November 7, 2011 - Bombardier Aerospace confirmed that final results of a three-phase wind tunnel test program provided further validation of the CSeries aircraft’s aerodynamic design. They also support design predictions that the CSeries aircraft, optimized specifically for the growing 100- to 149-seat market, will deliver a step-change in fuel efficiency.  

The wind tunnel tests also contributed to the achievement of optimal integration of Pratt & Whitney’s ultra high-bypass ratio (12:1) PurePower® PW1500G engine. Initiated more than five years ago, during the early stages of the CSeries aircraft’s conceptual design, the wind tunnel test program progressed through the aircraft’s subsequent definition and detailed design phases. 

Validation of the CSeries aircraft’s aerodynamic design included extensive use of state-of-the-art Computational Fluid Dynamics (CFD), made possible through the use of contemporary super-computers that are significantly more capable and 100,000 times faster than computers available when the aircraft currently serving the 100- to 149-seat market were designed. These tools permitted the minimization of interference drag and also facilitated the design of the engine nacelle and thrust reverser. 

To simulate actual flying conditions, the wind tunnel tests were conducted with over 20 sophisticated scale models over more than 4,500 testing hours at facilities in Canada, France, Germany, the Netherlands, the United Kingdom and the United States. “Simulated conditions during the wind tunnel tests closely correlate to real world flying conditions and the resulting data were used to improve and validate final CSeries aircraft design and systems,” said David Tidd, Vice President, CSeries Integrated Product Development, Bombardier Commercial Aircraft.

“This latest achievement for the CSeries aircraft represents the most extensive and complex wind tunnel testing that Bombardier has ever conducted; it marks another key advance in the jetliner’s development.” The scale models of the CSeries jetliner used in the testing were equipped with precise instrumentation to measure air flow, including as many as 700 pressure-sensitive ports over the wings, fuselage and tail.

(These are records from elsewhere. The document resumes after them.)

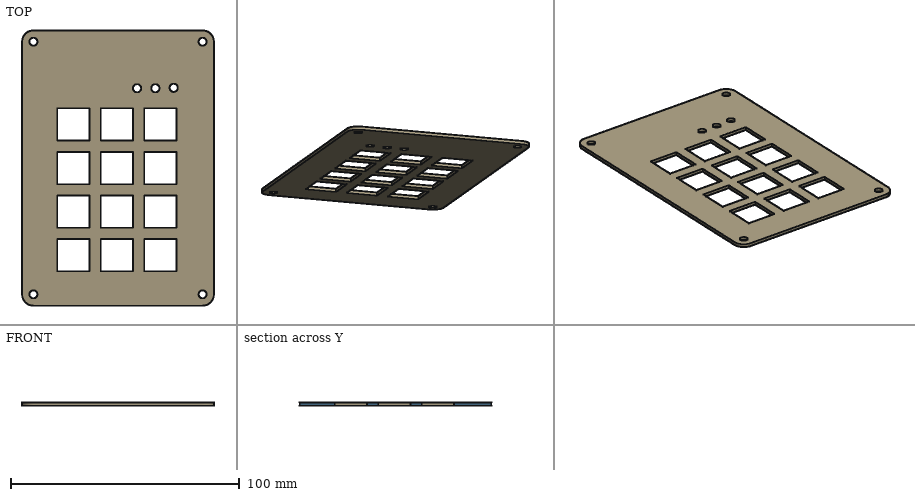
import cadquery as cq

PLATE_WIDTH = 84.0
PLATE_LENGTH = 120.5
PLATE_THICKNESS = 1.5
CORNER_RADIUS = 5.0

MOUNTING_HOLE_DIAMETER = 3.4
MOUNTING_HOLE_SPACING_X = PLATE_WIDTH - 2 * CORNER_RADIUS
MOUNTING_HOLE_SPACING_Y = PLATE_LENGTH - 2 * CORNER_RADIUS

KEY_OPENING = 14.0
KEY_PITCH = 19.05
KEY_COLUMNS = 3
KEY_ROWS = 4
KEY_GRID_CENTER_X = -0.475
KEY_GRID_CENTER_Y = -KEY_PITCH / 2

INDICATOR_HOLE_DIAMETER = 3.5
INDICATOR_HOLE_CENTERS = [(8.35, 34.9), (16.35, 34.9), (24.35, 35.1)]


def make_plate():
    """Rounded rectangular plate centered on the origin."""
    plate = cq.Workplane("XY").box(PLATE_WIDTH, PLATE_LENGTH, PLATE_THICKNESS)
    return plate.edges("|Z").fillet(CORNER_RADIUS)


def top_face(plate):
    """Workplane on the upper face with its origin on the plate's center axis."""
    return plate.faces(">Z").workplane(origin=(0, 0, 0))


def cut_mounting_holes(plate):
    """One through hole in each corner."""
    corners = top_face(plate).rarray(MOUNTING_HOLE_SPACING_X, MOUNTING_HOLE_SPACING_Y, 2, 2)
    return corners.hole(MOUNTING_HOLE_DIAMETER)


def cut_key_openings(plate):
    """Grid of square through openings."""
    grid_center = top_face(plate).center(KEY_GRID_CENTER_X, KEY_GRID_CENTER_Y)
    keys = grid_center.rarray(KEY_PITCH, KEY_PITCH, KEY_COLUMNS, KEY_ROWS)
    return keys.rect(KEY_OPENING, KEY_OPENING).cutThruAll()


def cut_indicator_holes(plate):
    """Row of three through holes."""
    return top_face(plate).pushPoints(INDICATOR_HOLE_CENTERS).hole(INDICATOR_HOLE_DIAMETER)


plate = make_plate()
plate = cut_mounting_holes(plate)
plate = cut_key_openings(plate)
result = cut_indicator_holes(plate)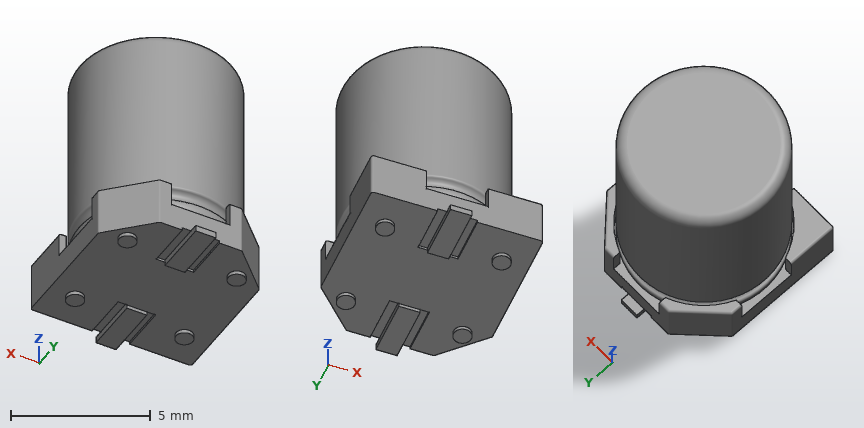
import cadquery as cq
import math

total_height = 9.29
lead_span = 7.3

base_side = 6.6
standoff = 0.15
base_height = 2.0
base_top = standoff + base_height
corner_cut = 1.62
edge_radius = 0.1
seat_height = 1.15
window_width = 2.4

can_radius = 3.15
pocket_radius = can_radius + 0.07
rim_radius = 0.4
groove_radius = 0.25
groove_height = 1.95
groove_edge_radius = 0.1

lead_width = 0.82
lead_length = 2.26
lead_thickness = 0.25
slot_width = 1.53
foot_radius = 0.34
foot_x = 2.24
foot_y = 1.91


def make_base():
    half = base_side / 2
    outline = [
        (-half, -half),
        (half, -half),
        (half, half - corner_cut),
        (half - corner_cut, half),
        (corner_cut - half, half),
        (-half, half - corner_cut),
    ]
    base = cq.Workplane("XY").workplane(offset=standoff).polyline(outline).close().extrude(base_height)
    base = base.edges("|Z").fillet(edge_radius)
    base = base.faces(">Z").edges().fillet(edge_radius)

    seat = cq.Workplane("XY").workplane(offset=seat_height)
    cut_depth = base_top - seat_height
    base = base.cut(seat.circle(pocket_radius).extrude(cut_depth))
    base = base.cut(seat.rect(window_width, base_side).extrude(cut_depth))
    return base.cut(seat.rect(base_side, window_width).extrude(cut_depth))


def make_can():
    center_distance = groove_radius + groove_edge_radius
    edge_rise = math.sqrt(center_distance**2 - groove_edge_radius**2)
    blend = groove_radius / center_distance
    tangent_radius = can_radius - groove_edge_radius * blend
    tangent_rise = edge_rise * blend
    edge_center_radius = can_radius - groove_edge_radius
    half_turn = math.atan2(edge_rise, groove_edge_radius) / 2
    edge_mid_radius = edge_center_radius + groove_edge_radius * math.cos(half_turn)
    edge_mid_rise = edge_rise - groove_edge_radius * math.sin(half_turn)

    rim_center = can_radius - rim_radius
    rim_mid = rim_center + rim_radius * math.sqrt(0.5)
    rim_mid_inset = rim_radius * (1 - math.sqrt(0.5))

    profile = (
        cq.Workplane("XZ")
        .moveTo(0, seat_height)
        .lineTo(rim_center, seat_height)
        .threePointArc((rim_mid, seat_height + rim_mid_inset), (can_radius, seat_height + rim_radius))
        .lineTo(can_radius, groove_height - edge_rise)
        .threePointArc(
            (edge_mid_radius, groove_height - edge_mid_rise),
            (tangent_radius, groove_height - tangent_rise),
        )
        .threePointArc(
            (can_radius - groove_radius, groove_height),
            (tangent_radius, groove_height + tangent_rise),
        )
        .threePointArc(
            (edge_mid_radius, groove_height + edge_mid_rise),
            (can_radius, groove_height + edge_rise),
        )
        .lineTo(can_radius, total_height - rim_radius)
        .threePointArc((rim_mid, total_height - rim_mid_inset), (rim_center, total_height))
        .lineTo(0, total_height)
        .close()
    )
    return profile.revolve(360, (0, 0, 0), (0, 1, 0))


def lead_blocks(width):
    """A pair of flat blocks where the leads run, one on each Y side."""
    lead_center_y = (lead_span - lead_length) / 2
    return (
        cq.Workplane("XY")
        .pushPoints([(0, -lead_center_y), (0, lead_center_y)])
        .rect(width, lead_length)
        .extrude(lead_thickness)
    )


def make_feet():
    return (
        cq.Workplane("XY")
        .rect(2 * foot_x, 2 * foot_y, forConstruction=True)
        .vertices()
        .circle(foot_radius)
        .extrude(standoff)
    )


base = make_base().cut(lead_blocks(slot_width))
result = base.union(make_can()).union(lead_blocks(lead_width)).union(make_feet())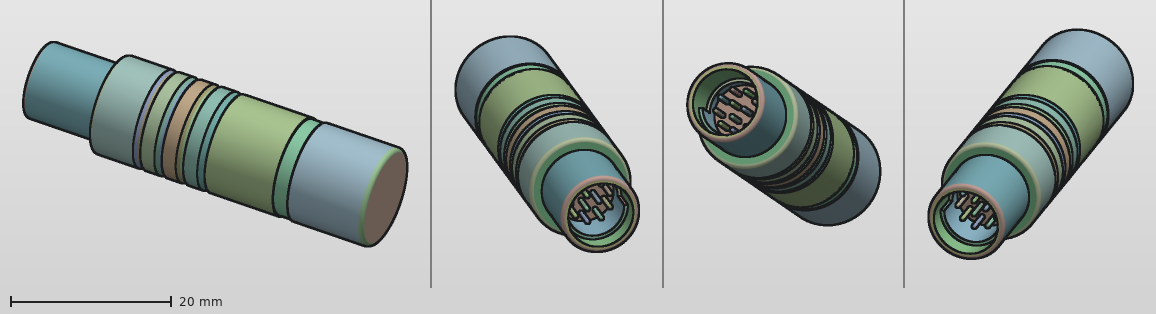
import cadquery as cq
import math

TOTAL_LENGTH = 48.0

NOSE_LENGTH = 10.0
NOSE_RADIUS = 5.05
NOSE_ROUND = 0.5

BODY_DIAMETER = 13.0
BODY_RADIUS = BODY_DIAMETER / 2
BODY_FRONT_ROUND = 0.5
BODY_REAR_ROUND = 0.6

GROOVE_COUNT = 4
GROOVE_START = 16.15
GROOVE_PITCH = 3.0
GROOVE_WIDTH = 1.0
GROOVE_RAMP_LENGTH = GROOVE_WIDTH / 2
GROOVE_DEPTH = 0.3

NECK_START = 35.5
NECK_LENGTH = 2.0
NECK_DEPTH = 0.15

MOUTH_RADIUS = 4.2
LOWER_MOUTH_DEPTH = 2.7
UPPER_MOUTH_DEPTH = 6.0
SOCKET_RADIUS = 3.7
SOCKET_DEPTH = 8.0

PIN_RADIUS = 0.35
PIN_LENGTH = 3.5
OUTER_PIN_COUNT = 9
OUTER_PIN_CIRCLE = 2.6
OUTER_PIN_FIRST_ANGLE = 0.0
INNER_PIN_COUNT = 3
INNER_PIN_CIRCLE = 1.0
INNER_PIN_FIRST_ANGLE = 180.0


def rod(start, length, radius):
    """Cylinder along X, centred on the connector axis."""
    return cq.Workplane("YZ", origin=(start, 0, 0)).circle(radius).extrude(length)


def nose():
    return rod(0, NOSE_LENGTH, NOSE_RADIUS).faces("<X").edges().fillet(NOSE_ROUND)


def body():
    sleeve = rod(NOSE_LENGTH, TOTAL_LENGTH - NOSE_LENGTH, BODY_RADIUS)
    sleeve = sleeve.faces("<X").edges().fillet(BODY_FRONT_ROUND)
    return sleeve.faces(">X").edges().fillet(BODY_REAR_ROUND)


def grip_groove(start):
    """Ring cutter: a straight ramp down from the front, then an arc sweeping up at the rear."""
    floor_radius = BODY_RADIUS - GROOVE_DEPTH
    profile = (
        cq.Workplane("XY")
        .moveTo(start, BODY_RADIUS)
        .lineTo(start + GROOVE_RAMP_LENGTH, floor_radius)
        .tangentArcPoint((start + GROOVE_WIDTH, BODY_RADIUS), relative=False)
        .close()
    )
    return profile.revolve(360, (0, 0, 0), (1, 0, 0))


def neck():
    """Ring cutter for the shallow band ahead of the rear cap."""
    return rod(NECK_START, NECK_LENGTH, BODY_RADIUS).cut(
        rod(NECK_START, NECK_LENGTH, BODY_RADIUS - NECK_DEPTH)
    )


def mouth():
    """Bore cutter: full round at first, then only its upper half runs deeper."""
    upper_side = cq.Workplane("XY").box(
        UPPER_MOUTH_DEPTH, 2 * MOUTH_RADIUS, MOUTH_RADIUS, centered=(False, True, False)
    )
    half_bore = rod(0, UPPER_MOUTH_DEPTH, MOUTH_RADIUS).intersect(upper_side)
    return rod(0, LOWER_MOUTH_DEPTH, MOUTH_RADIUS).union(half_bore)


def pin_ring(count, circle_radius, first_angle):
    """Round-tipped contact pins standing on the socket floor; angles run from +Y towards +Z."""
    shank_length = PIN_LENGTH - PIN_RADIUS
    shank_start = SOCKET_DEPTH - shank_length
    tip = cq.Workplane("XY", origin=(shank_start, 0, 0)).sphere(PIN_RADIUS)
    pin = rod(shank_start, shank_length, PIN_RADIUS).union(tip)
    pins = cq.Workplane("YZ")
    for index in range(count):
        angle = math.radians(first_angle + index * 360 / count)
        place = (0, circle_radius * math.cos(angle), circle_radius * math.sin(angle))
        pins = pins.add(pin.translate(place))
    return pins.combine()


result = nose().union(body())
for index in range(GROOVE_COUNT):
    result = result.cut(grip_groove(GROOVE_START + index * GROOVE_PITCH))
result = result.cut(neck())
result = result.cut(mouth())
result = result.cut(rod(0, SOCKET_DEPTH, SOCKET_RADIUS))
result = result.union(pin_ring(OUTER_PIN_COUNT, OUTER_PIN_CIRCLE, OUTER_PIN_FIRST_ANGLE))
result = result.union(pin_ring(INNER_PIN_COUNT, INNER_PIN_CIRCLE, INNER_PIN_FIRST_ANGLE))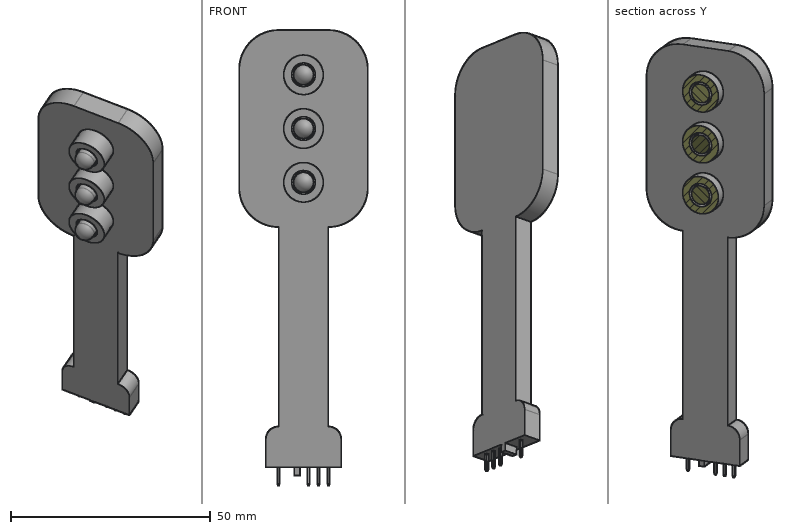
import cadquery as cq
total_height = 114.3
thickness = 5.3

panel_width = 32.3
panel_height = 49.5
panel_radius = 10.0

foot_width = 19.0
foot_height = 10.3

pin_side = 0.64
pin_length = 4.6
pin_tip_inset = 0.17
pin_tip_height = 0.6
pin_embed = 3.4
pin_pitch = 2.5
pin_places = 6
used_pin_places = [0, 3, 4, 5]
pin_setback = 1.7

key_width = 1.5
key_depth = 3.9
key_drop = 2.1
key_x = -1.6

lamp_count = 3
lamp_pitch = 13.5
lamp_diameter = 5.0
lamp_straight_exposed = 0.8
collar_diameter = 10.0
collar_bore = 6.0
collar_length = 5.0

stem_width = panel_width - 2 * panel_radius
foot_radius = (foot_width - stem_width) / 2
foot_bottom = pin_length
foot_top = foot_bottom + foot_height
panel_bottom = total_height - panel_height
panel_center_z = total_height - panel_height / 2
lamp_heights = [panel_center_z + (i - (lamp_count - 1) / 2) * lamp_pitch for i in range(lamp_count)]
pin_xs = [(place - (pin_places - 1) / 2) * pin_pitch for place in used_pin_places]
front_face = cq.Plane(origin=(0, -thickness, 0), xDir=(1, 0, 0), normal=(0, -1, 0))


def make_plate(width, bottom, top):
    """Upright slab centred on X = 0, with its back face on Y = 0."""
    return cq.Workplane("XY").box(width, thickness, top - bottom, centered=(True, False, False)).translate(
        (0, -thickness, bottom)
    )


def make_pin(x):
    """Square pin, pressed into the foot, with a tapered lower tip."""
    straight = cq.Workplane("XY").box(
        pin_side, pin_side, pin_length + pin_embed, centered=(True, True, False)
    )
    pin = straight.faces("<Z").edges().chamfer(pin_tip_height, pin_tip_inset)
    return pin.translate((x, -pin_setback, 0))


def make_lamp(z):
    """Round lamp standing on the panel's front face, ending in a hemisphere."""
    radius = lamp_diameter / 2
    straight_length = collar_length + lamp_straight_exposed
    profile = (
        cq.Workplane("XY")
        .lineTo(radius, 0)
        .lineTo(radius, straight_length)
        .radiusArc((0, straight_length + radius), -radius)
        .close()
    )
    lamp = profile.revolve(360, (0, 0), (0, 1))
    return lamp.rotate((0, 0, 0), (0, 0, 1), 180).translate((0, -thickness, z))


def make_housing(pins):
    """Panel, stem, foot, key and lamp collars in one piece, with sockets for the pins."""
    panel = make_plate(panel_width, panel_bottom, total_height).edges("|Y").fillet(panel_radius)
    stem = make_plate(stem_width, foot_top, panel_bottom)
    foot = make_plate(foot_width, foot_bottom, foot_top).edges("|Y and >Z").fillet(foot_radius)
    key = cq.Workplane("XY").box(key_width, key_depth, key_drop, centered=(True, False, False)).translate(
        (key_x, -key_depth, foot_bottom - key_drop)
    )
    collars = (
        cq.Workplane(front_face)
        .pushPoints([(0, z) for z in lamp_heights])
        .circle(collar_diameter / 2)
        .circle(collar_bore / 2)
        .extrude(collar_length)
    )
    housing = panel.union(stem).union(foot).union(key).union(collars)
    for pin in pins:
        housing = housing.cut(pin)
    return housing


pins = [make_pin(x) for x in pin_xs]
lamps = [make_lamp(z) for z in lamp_heights]
housing = make_housing(pins)

result = cq.Compound.makeCompound(
    [housing.val(), *[lamp.val() for lamp in lamps], *[pin.val() for pin in pins]]
)

The models included moving parts, such as wing flaps and leading edge slats, which could be repositioned to reflect actual flying events. Some models were equipped with miniature air-driven turbine engines to gauge the air flow interference with the aircraft wings. The largest of the models, at 13.7 per cent scale, had a wingspan of approximately 4.5 metres (15 feet). Using the scale models and the environmental conditions possible in the wind tunnels, Bombardier engineers were able to simulate the aerodynamics of the CSeries aircraft in various flight scenarios such as landing, take-off and cruising at high altitudes.